Market researchers, a PPE provider and a football manager all avoided tax bills totalling £17m the last quarter and face millions of pounds in fines from HMRC
At the top of the list of deliberate tax defaulters was a PPE provider that racked up a multimillion pound tax bill during the early stages of the pandemic.
The worst example of tax evasion on HMRC’s latest list of deliberate tax defaulters was a supplier of PPE goods, Premium Brand Management Limited, which failed to pay a tax bill of £3,503,379.65 for a six-month period between January and June 2020 during the height of the covid pandemic. They now face a penalty of £1,410,110 but the company went into liquidation in June 2021 and is now in the hands of administrators. When it went bust, the company had not filed accounts since May 2019. On Companies House, the business described itself as a non specialised wholesaler of food, beverages and tobacco which was set up in 2010.
The most high profile name on the list was football manager, Manuel Luis Pellegrini Ripamonti, currently managing Real Betis in Spain, who is facing a £816,000 tax bill for a three-year period from April 2014 to April 2017, overlapping the time he was managing Manchester City and living in Altrincham. He has been given a penalty of £343,728.
Building design and drafting business, Hebe & Huhet ran up an unpaid tax bill of £573,897 in 15 months to September 2020 and faces a fine of £516,507. According to Companies House voluntary strike-off action was suspended in March as the company was disputing the decision.
HMRC’s list names over 100 individuals and businesses who have failed to pay their taxes and been identified in the last three months. Between them they owe tax totalling £17,163,109 with penalties amounting to £10,317,155, down from last quarter’s £12.5m penalty total. Activity has quietened down since earlier in the year when HMRC handed out a staggering £27.9m in fines in March.
The largest fine in the construction sector was for a glazing and domestic building company, Birmingham-based Mos Services Mid Ltd, which owed £924,888 in unpaid taxes in a single tax year, and was handed a £647,421 fine.
Meantime a Lithuanian haulage business, UAB Vaidmilda, has not paid a tax bill of £1.09m for year end June 2020 and is facing a £599,825 fine for unpaid tax.

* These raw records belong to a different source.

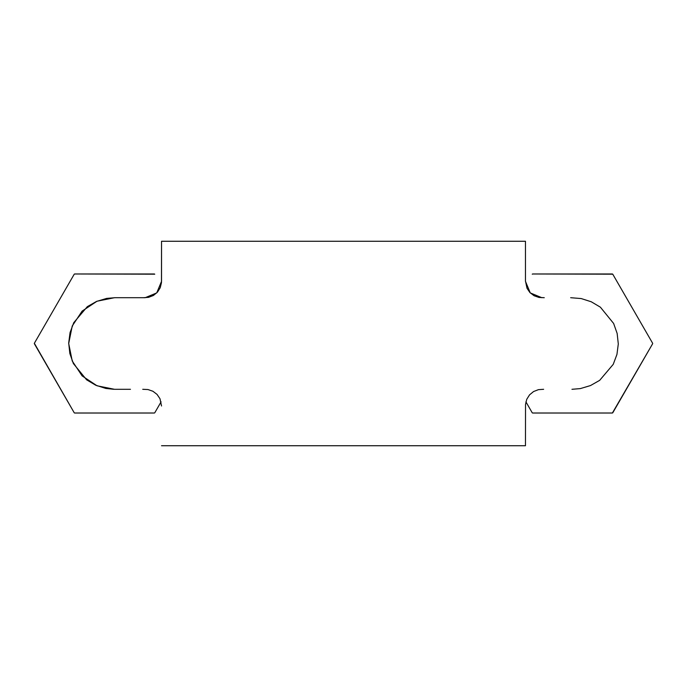<?xml version="1.0" encoding="UTF-8"?>
<svg xmlns="http://www.w3.org/2000/svg" width="687" height="687" viewBox="0 0 687 687"><rect width="100%" height="100%" fill="white"/><g stroke="black" fill="none" stroke-linecap="round" stroke-linejoin="round"><path stroke-width="1.03" d="M130.453 389.297L114.497 389.297L96.996 385.768L82.114 375.883L72.238 361.01L68.7 343.5L72.238 325.99L82.114 311.117L96.996 301.232L114.497 297.703L145.172 297.703L156.739 292.911L161.531 281.344L161.531 241.266L525.469 241.266L161.531 241.266L161.471 282.64L160.243 287.707L157.469 292.13L153.441 295.453L148.581 297.342L143.368 297.703M115.038 297.703L106.683 298.398L96.532 301.43L87.326 306.651L73.767 322.658L70.057 332.577L68.7 343.036L69.851 353.556L73.38 363.552L86.622 379.825L95.742 385.227L105.798 388.438L113.699 389.289M142.733 389.297L147.988 389.546L152.918 391.255L157.065 394.424L159.994 398.743L161.531 406M525.469 445.734L161.531 445.734L525.469 445.734L525.529 404.36L526.757 399.293L529.531 394.87L533.559 391.547L538.419 389.658L543.632 389.297M571.962 389.297L580.317 388.602L590.468 385.57L599.674 380.349L613.233 364.342L616.943 354.423L618.3 343.964L617.149 333.444L613.62 323.448L600.378 307.175L591.258 301.773L581.202 298.562L570.665 297.703M544.267 297.703L539.012 297.454L534.082 295.745L529.935 292.576L527.006 288.257L525.469 281M541.828 297.703L530.261 292.911L525.469 281.344L525.469 241.266M74.239 412.81L74.608 413.016A80.147 80.147 0 0 1 74.239 412.81L34.35 343.715A80.147 80.147 0 0 1 34.35 343.285L74.239 412.81M74.608 273.984L74.239 274.19A80.147 80.147 0 0 1 74.608 273.984L154.395 273.984A80.147 80.147 0 0 1 154.755 274.19L74.608 273.984M154.395 413.016L154.755 412.81A80.147 80.147 0 0 1 154.395 413.016L74.608 413.016L154.395 413.016M161.076 401.861L154.755 412.81L161.076 401.861M34.35 343.285L74.239 274.19L34.35 343.285M652.65 343.715L652.65 343.285A80.147 80.147 0 0 1 652.65 343.715L612.761 412.81A80.147 80.147 0 0 1 612.392 413.016L652.65 343.715M532.245 412.81L532.605 413.016A80.147 80.147 0 0 1 532.245 412.81L525.924 401.861L532.245 412.81M532.605 273.984L532.245 274.19A80.147 80.147 0 0 1 532.605 273.984L612.392 273.984A80.147 80.147 0 0 1 612.761 274.19L532.605 273.984M612.392 413.016L532.605 413.016L612.392 413.016M612.761 274.19L652.65 343.285L612.761 274.19"/></g></svg>

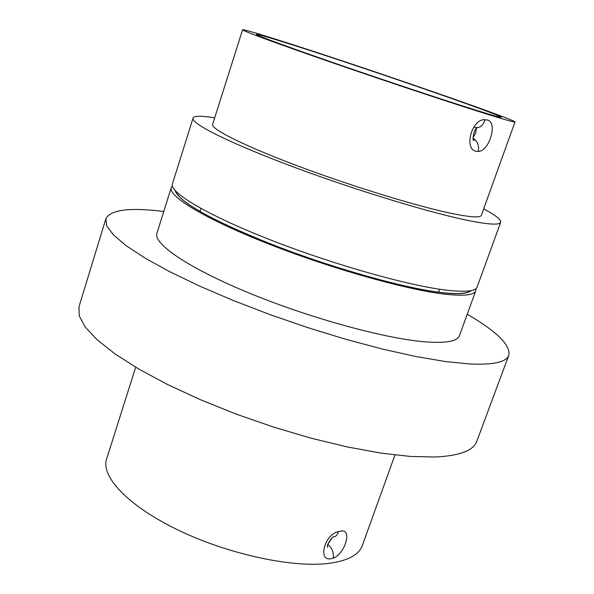 <?xml version="1.0" encoding="UTF-8"?>
<svg xmlns="http://www.w3.org/2000/svg" width="594" height="594" viewBox="0 0 594 594"><rect width="100%" height="100%" fill="white"/><g stroke="black" fill="none" stroke-linecap="round" stroke-linejoin="round"><path stroke-width="0.89" d="M471.176 290.592C467.433 293.941 457.298 294.579 440.763 292.508C408.791 289.167 332.618 268.406 271.057 244.097C211.122 220.018 179.106 202.101 175 190.34M291.899 44.684C361.055 66.587 502.539 115.459 501.262 117.263C501.076 117.716 493.109 115.496 477.361 110.61C447.275 101.255 387.941 81.564 337.927 64.278C287.808 46.971 255.702 35.105 256.37 34.37C257.499 34.073 269.342 37.511 291.899 44.684M282.855 41.469C257.365 33.353 243.948 29.448 242.597 29.767C241.817 30.569 277.465 43.748 333.62 63.142C389.657 82.507 456.029 104.522 489.107 114.783C506.192 120.077 514.82 122.468 514.998 121.97C515.852 119.758 359.875 65.889 282.855 41.469M242.597 29.767L212.645 124.324C210.647 129.009 244.505 146.042 299.354 166.558C354.076 187.051 419.995 207.12 453.801 213.877C471.265 217.337 480.457 217.805 481.363 215.28L514.998 121.97M476.113 151.247C463.691 149.532 471.547 118.533 484.964 119.721L487.243 120.018C498.203 121.829 489.308 151.485 478.326 151.448L476.113 151.247M394.965 454.982L362.31 545.589C358.969 554.803 347.965 560.721 329.284 563.327C293.191 568.124 229.032 554.499 178.787 530.375C128.415 506.274 100.579 476.603 106.601 459.036L135.692 367.218M330.91 558.746C317.768 561.241 324.279 534.57 338.328 531.637L340.763 531.118C352.65 528.393 345.188 553.756 333.279 558.13L330.91 558.746M214.694 117.842C201.388 115.637 194.179 115.741 193.05 118.147C190.726 123.47 229.381 142.998 292.827 166.706C356.133 190.392 432.187 213.454 470.27 220.909C489.56 224.651 499.703 225.104 500.683 222.275C501.254 219.676 495.582 215.214 483.672 208.88M193.05 118.147L172.431 183.873C169.179 192.196 206.445 214.724 268.844 239.278C331.11 263.825 406.786 285.32 445.441 290.043C465.035 292.382 475.601 291.372 477.138 287.013L500.683 222.275M476.321 128.668L475.66 133.19L472.973 137.496M331.586 538.624L327.702 544.453M467.248 314.219C496.896 331.534 510.743 345.218 508.798 355.279C506.415 362.154 493.235 365.043 469.275 363.951L445.01 361.486L415.711 356.489L382.232 349.027L345.76 339.285L307.67 327.606L269.52 314.441L232.848 300.326L199.094 285.855L169.505 271.592L145.01 258.071L126.232 245.738L113.476 234.949L106.749 225.943L105.821 218.882C110.387 209.704 129.7 207.247 163.766 211.494M508.798 355.279L476.789 441.305C473.5 450.586 459.615 455.828 435.15 457.016L410.551 456.459L381.088 453.133L347.661 447.022L311.419 438.268L273.767 427.16L236.204 414.107L200.26 399.651L167.33 384.392L138.61 368.941L115.006 353.89L97.112 339.761L85.187 326.982L79.225 315.874L79.002 306.66L105.821 218.882M172.409 185.967L171.228 187.704C167.924 196.191 205.108 218.896 267.449 243.503C329.655 268.094 405.308 289.501 444 294.067C463.602 296.317 474.198 295.225 475.772 290.785L475.891 288.684M475.772 290.785L459.437 335.699C457.484 341.179 446.599 343.273 426.796 341.973C387.719 339.263 312.333 318.926 250.846 293.755C189.219 268.577 152.985 243.837 156.92 233.308L171.228 187.704M484.964 119.721C483.115 125.891 479.677 128.445 474.651 127.383M473.017 138.179C477.465 141.001 479.232 145.426 478.326 151.448M338.328 531.637C337.563 534.964 335.877 536.716 333.271 536.902M327.784 544.416C332.105 547.92 333.932 552.487 333.279 558.13M469.876 290.822C468.681 292.864 461.315 294.876 440.659 292.456C405.026 288.187 337.57 269.52 278.935 247.119C220.56 224.599 179.306 202.955 175.891 191.313M439.664 289.241L438.587 292.233L439.664 289.241M200.854 208.405L199.888 211.434L200.854 208.405M473.047 138.461L474.123 140.333C471.643 142.434 474.109 128.638 476.529 128.334M327.361 545.901L327.643 547.223C325.638 546.784 331.875 536.738 333.293 537.043"/></g></svg>
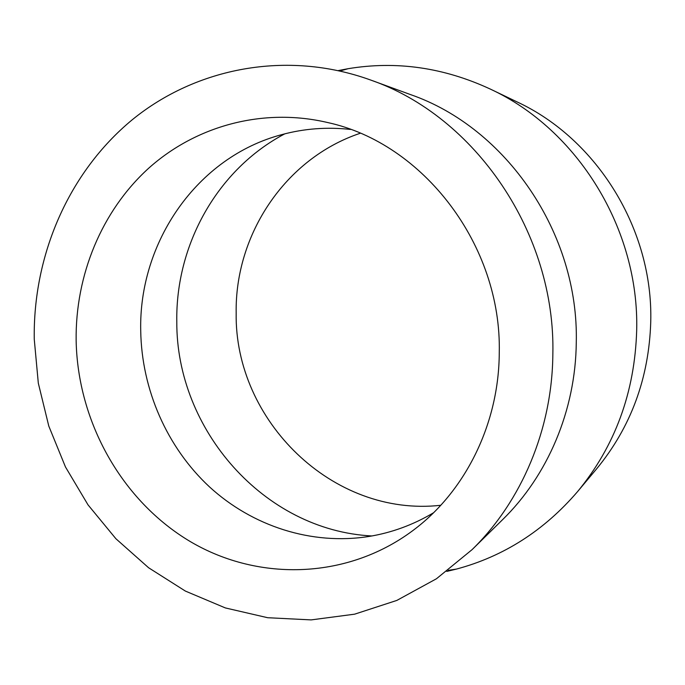 <?xml version="1.0" encoding="UTF-8"?>
<svg xmlns="http://www.w3.org/2000/svg" width="685" height="685" viewBox="0 0 685 685"><rect width="100%" height="100%" fill="white"/><g stroke="black" fill="none" stroke-linecap="round" stroke-linejoin="round"><path stroke-width="1.03" d="M360.199 133.275C285.08 158.398 234.827 234.818 236.171 313.105C234.416 420.282 332.567 517.458 440.755 505.282M284.797 133.84C217.171 169.46 175.54 245.016 176.798 321.513C176.045 429.349 263.879 530.455 371.878 535.961M350.489 129.439C327.07 126.853 304.251 128.566 282.032 134.568C196.886 156.882 138.601 242.541 140.725 330.812C141.641 389.491 166.9 447.322 209.524 486.915C252.354 526.166 311.615 545.568 369.052 536.449C391.769 532.716 413.252 524.83 433.502 512.791M499.262 352.784C501.831 245.247 423.279 143.285 327.755 122.564C262.903 107.288 195.799 125.912 148.577 168.313C101.534 211.1 75.324 275.319 76.138 340.368C77.602 421.746 121.784 501 190.576 541.741C259.307 582.207 349.573 579.578 415.649 528.452C466.279 489.45 498.971 422.885 499.262 352.784M472.085 549.635L502.533 519.718C547.683 475.655 575.597 410.443 576.273 342.646C579.048 233.414 506.258 127.701 410.461 94.573L370.371 79.931C286.827 49.834 196.038 67.695 132.214 119.789C68.509 172.389 32.983 255.351 34.25 339.143L38.309 383.146L48.798 426.104L65.486 466.999L88.014 504.854L115.911 538.744L148.602 567.754L185.37 591.069L225.374 607.938L267.664 617.716L311.144 619.899L354.633 614.171L396.838 600.42L436.431 578.774L472.085 549.635C521.516 501.42 552.204 429.452 552.846 354.359C555.792 233.337 475.244 116.09 370.371 79.931M446.774 571.418L456.475 569.072C503.732 556.4 544.104 530.584 577.575 491.607C615.096 446.038 634.798 392.308 636.682 330.418C639.353 229.021 577.566 129.534 490.417 89.127C443.82 67.49 396.384 60.682 348.117 68.697L338.313 70.572M577.575 491.607L596.567 468.925C630.945 427.149 649.012 378.094 650.75 321.762C653.233 229.484 597.003 139.029 517.089 101.919L490.417 89.127M448.178 570.357L456.475 569.072M340.034 70.966L348.117 68.697"/></g></svg>
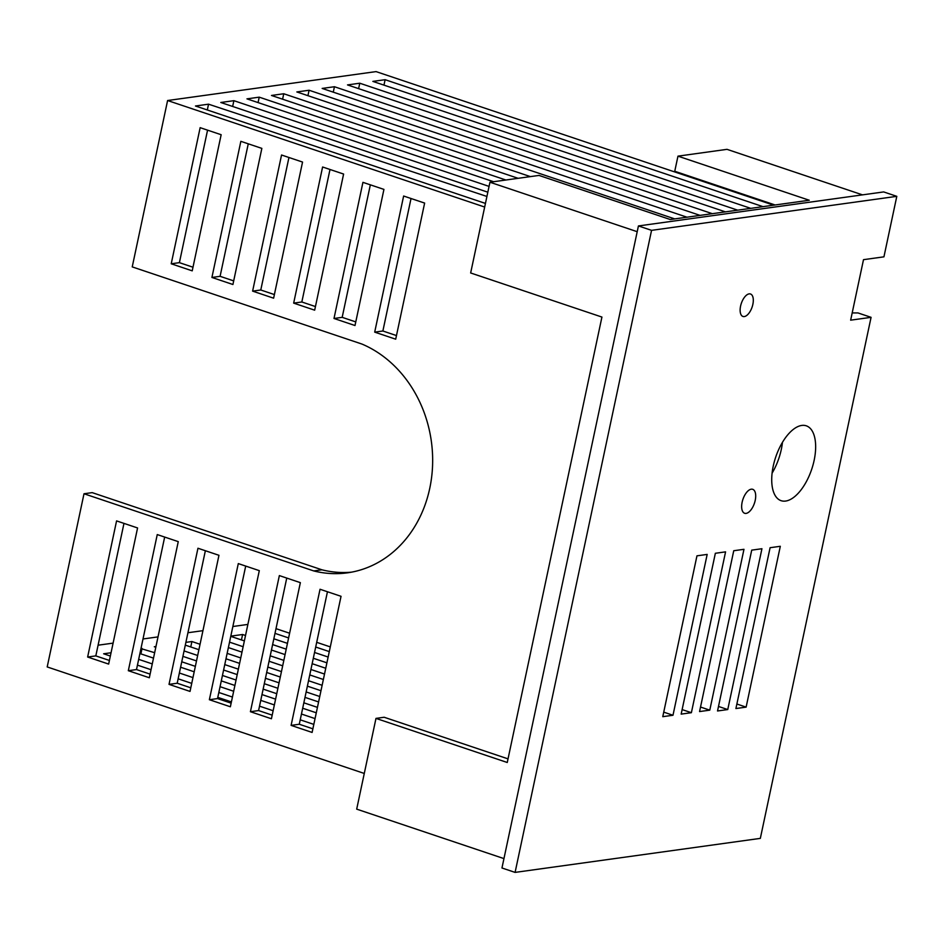 <?xml version="1.0" encoding="UTF-8"?>
<svg xmlns="http://www.w3.org/2000/svg" width="944" height="944" viewBox="0 0 944 944"><rect width="100%" height="100%" fill="white"/><g stroke="black" fill="none" stroke-linecap="round" stroke-linejoin="round"><path stroke-width="1.42" d="M862.509 194.865L727.01 149.341L677.969 156.149L809.244 200.246L670.264 219.515L539 175.419L489.948 182.227L637.212 231.693M489.948 182.227L470.655 272.969L601.93 317.066L507.258 762.492L375.983 718.396L356.69 809.138L503.954 858.603M782.458 442.335A39.483 18.998 -71.4 0 1 781.313 449.391A39.483 18.998 -71.4 0 1 772.109 473.133M508.025 758.87L384.161 717.251L375.983 718.396M852.184 312.924L857.954 312.924L871.076 317.337L850.65 320.169L863.5 259.671L883.938 256.839L896.8 196.34L651.561 230.348L515.094 872.398L760.333 838.378L871.076 317.337M711.776 183.702L711.634 184.351M677.969 156.149L674.748 171.265L775.095 204.978M814.129 460.412A39.483 18.998 -71.4 0 1 781.113 500.686A39.483 18.998 -71.4 0 1 775.685 457.203A39.483 18.998 -71.4 0 1 806.27 425.815A39.483 18.998 -71.4 0 1 814.129 460.412M84.004 493.759L92.182 492.626L321.916 569.798L313.738 570.931L84.004 493.759L47.2 666.936L364.278 773.455M351.439 572.17A118.743 101.244 82.1 0 1 321.916 569.798M485.44 203.42L195.467 105.999L208.541 104.182L486.927 196.458M109.41 660.458L95.816 655.891L123.971 523.389M150.108 674.134L136.502 669.567L164.669 537.065M190.794 687.798L177.201 683.232L205.367 550.73M272.191 715.139L258.585 710.572L286.752 578.07M312.877 728.815L299.283 724.249L327.45 591.746M231.138 703.15L217.533 698.584L245.7 566.081M248.26 143.818L220.094 276.321L233.687 280.887M411.029 198.511L382.875 331.002L396.468 335.568M370.343 184.835L342.176 317.337L355.77 321.904M288.947 157.495L260.78 289.997L274.385 294.563M207.562 130.154L179.395 262.656L193.001 267.223M329.999 169.483L301.832 301.986L315.438 306.552M231.398 701.899L217.793 697.38M98.082 645.2L113.091 643.124M143.004 638.97L158.026 636.893M187.927 632.74L202.948 630.663M232.861 626.509L247.871 624.421M330.294 646.9L316.7 642.321M289.596 633.223L276.002 628.657M329.291 651.608L315.697 647.029M288.604 637.932L274.999 633.365M273.843 638.793L287.448 643.36M314.541 652.469L328.134 657.036M326.907 662.83L313.314 658.263M286.209 649.153L272.615 644.587M245.523 635.489L242.596 634.51L230.808 636.138M230.761 636.35L244.366 640.917M271.459 650.027L285.064 654.593M312.157 663.691L325.751 668.258M324.524 674.051L310.918 669.485M283.825 660.387L270.232 655.82M243.127 646.711L229.534 642.144M228.377 647.572L241.983 652.151M269.075 661.248L282.669 665.815M309.774 674.925L323.367 679.491M315.048 718.596L301.455 714.03M274.362 704.932L260.756 700.365M233.664 691.256L220.07 686.689M192.965 677.591L179.372 673.013M152.279 663.915L138.674 659.349M111.05 652.752L103.628 653.779L110.354 656.045M137.446 665.142L151.04 669.709M178.145 678.807L191.738 683.385M218.831 692.483L232.436 697.05M259.529 706.159L273.123 710.726M300.227 719.824L313.821 724.39M319.745 696.507L306.151 691.94M279.058 682.842L265.453 678.264M238.36 669.166L224.766 664.6M197.662 655.49L184.068 650.923M155.972 646.522L154.309 646.746L155.819 647.254M182.912 656.363L196.505 660.93M223.61 670.028L237.204 674.594M264.296 683.704L277.902 688.27M304.995 697.368L318.6 701.947M317.444 707.375L303.838 702.808M276.745 693.698L263.152 689.132M236.047 680.034L222.454 675.467M195.361 666.358L181.755 661.791M154.663 652.693L140.963 648.599M139.913 653.555L153.506 658.121M180.599 667.219L194.204 671.798M221.297 680.895L234.891 685.462M261.995 694.572L275.589 699.138M302.682 708.236L316.287 712.803M322.14 685.285L308.535 680.718M281.442 671.609L267.848 667.042M240.744 657.944L227.15 653.378M200.057 644.268L191.903 641.531L185.885 642.368M185.295 645.13L198.901 649.696M225.994 658.806L239.587 663.372M266.692 672.47L280.285 677.049M307.378 686.146L320.984 690.713M773.655 205.178L376.054 71.602L167.595 100.524L132.231 266.892L361.965 344.064A118.743 101.244 82.1 0 1 432.387 469.097A118.743 101.244 82.1 0 1 347.368 572.843A118.743 101.244 82.1 0 1 313.738 570.931M484.673 207.043L167.595 100.524M674.736 218.902L296.829 91.946L309.089 90.246L687.008 217.203M493.606 181.72L246.962 98.86L259.222 97.161L505.866 180.009M518.126 178.31L271.483 95.462L283.743 93.751L530.386 176.611M487.824 192.187L220.802 102.483L233.888 100.678L489.063 186.393M750.763 208.353L372.856 81.396L385.117 79.697L763.023 206.653M725.429 211.869L347.51 84.913L359.77 83.214L737.689 210.17M700.082 215.385L322.164 88.429L334.436 86.73L712.342 213.686M273.618 298.186L252.614 291.13L281.548 155.005L302.552 162.061L273.618 298.186M232.92 284.51L211.916 277.453L240.85 141.329L261.854 148.385L232.92 284.51M157.259 534.575L128.325 670.7L149.329 677.757L178.263 541.632L157.259 534.575M197.957 548.24L169.023 684.365L190.027 691.421L218.961 555.296L197.957 548.24M116.572 520.899L87.639 657.024L108.643 664.08L137.576 527.956L116.572 520.899M192.222 270.845L171.218 263.789L200.152 127.664L221.156 134.721L192.222 270.845M238.301 563.592L209.367 699.716L230.371 706.773L259.305 570.648L238.301 563.592M314.671 310.175L293.667 303.118L322.6 166.994L343.604 174.05L314.671 310.175M395.701 339.191L374.697 332.135L403.631 196.022L424.635 203.078L395.701 339.191M320.04 589.257L291.106 725.381L312.11 732.438L341.044 596.313L320.04 589.257M279.353 575.592L250.42 711.705L271.424 718.762L300.357 582.649L279.353 575.592M355.003 325.527L333.999 318.47L362.933 182.345L383.937 189.402L355.003 325.527M682.134 709.593L691.386 712.696L725.57 551.862L715.351 553.278L681.167 714.112L691.386 712.696M735.907 708.543L746.126 707.127L780.31 546.293L770.092 547.709L735.907 708.543M736.863 704.012L746.126 707.127M752.852 304.381A11.847 5.699 108.6 0 0 750.492 293.997A11.847 5.699 108.6 0 0 741.311 303.413A11.847 5.699 108.6 0 0 742.94 316.452A11.847 5.699 108.6 0 0 752.852 304.381M700.519 707.044L709.782 710.148L743.966 549.314L733.748 550.73L699.563 711.564L709.782 710.148M717.534 710.974L727.753 709.558L761.938 548.724L751.719 550.14L717.534 710.974M718.502 706.454L727.753 709.558M755.212 500.391A12.638 6.077 -71.4 0 1 744.651 513.276A12.638 6.077 -71.4 0 1 742.916 499.364A12.638 6.077 -71.4 0 1 752.698 489.311A12.638 6.077 -71.4 0 1 755.212 500.391M662.771 716.673L672.989 715.257L707.174 554.411L696.955 555.839L662.771 716.673M663.738 712.142L672.989 715.257M896.8 196.34L883.678 191.927L638.427 225.946L501.96 867.984L515.094 872.398M208.541 104.182L207.314 109.976M95.816 655.891L87.639 657.024M136.502 669.567L128.325 670.7M177.201 683.232L169.023 684.365M258.585 710.572L250.42 711.705M299.283 724.249L291.106 725.381M217.533 698.584L209.367 699.716M220.094 276.321L211.916 277.453M382.875 331.002L374.697 332.135M342.176 317.337L333.999 318.47M260.78 289.997L252.614 291.13M179.395 262.656L171.218 263.789M301.832 301.986L293.667 303.118M242.596 634.51L241.44 639.938M142.048 648.445L140.892 653.885M191.903 641.531L190.759 646.97M385.117 79.697L383.96 85.125M359.77 83.214L358.614 88.642M334.436 86.73L333.279 92.158M309.089 90.246L307.933 95.674M233.888 100.678L232.649 106.471M283.743 93.751L282.598 99.191M259.222 97.161L258.066 102.589M651.561 230.348L638.427 225.946"/></g></svg>

Some of the largest tax bills this quarter include a labour provider involved in construction and repair of motor vehicles, A S Services, based in London which failed to pay £452,000 in taxes over a 19-month period and faces a £316,602 penalty unpaid tax.
A Chinese restaurant, Dashi Cuisine which traded as Lychee Oriental in Glasgow, failed to pay taxes of £359,917 over a three-year period and now faces a £151,000 penalty.
A specialist healthcare market research agency, Blueprint Partnership, failed to pay a tax bill of £338,551 from two years from October 2010 to December 2012 and has been handed a penalty of £243,756.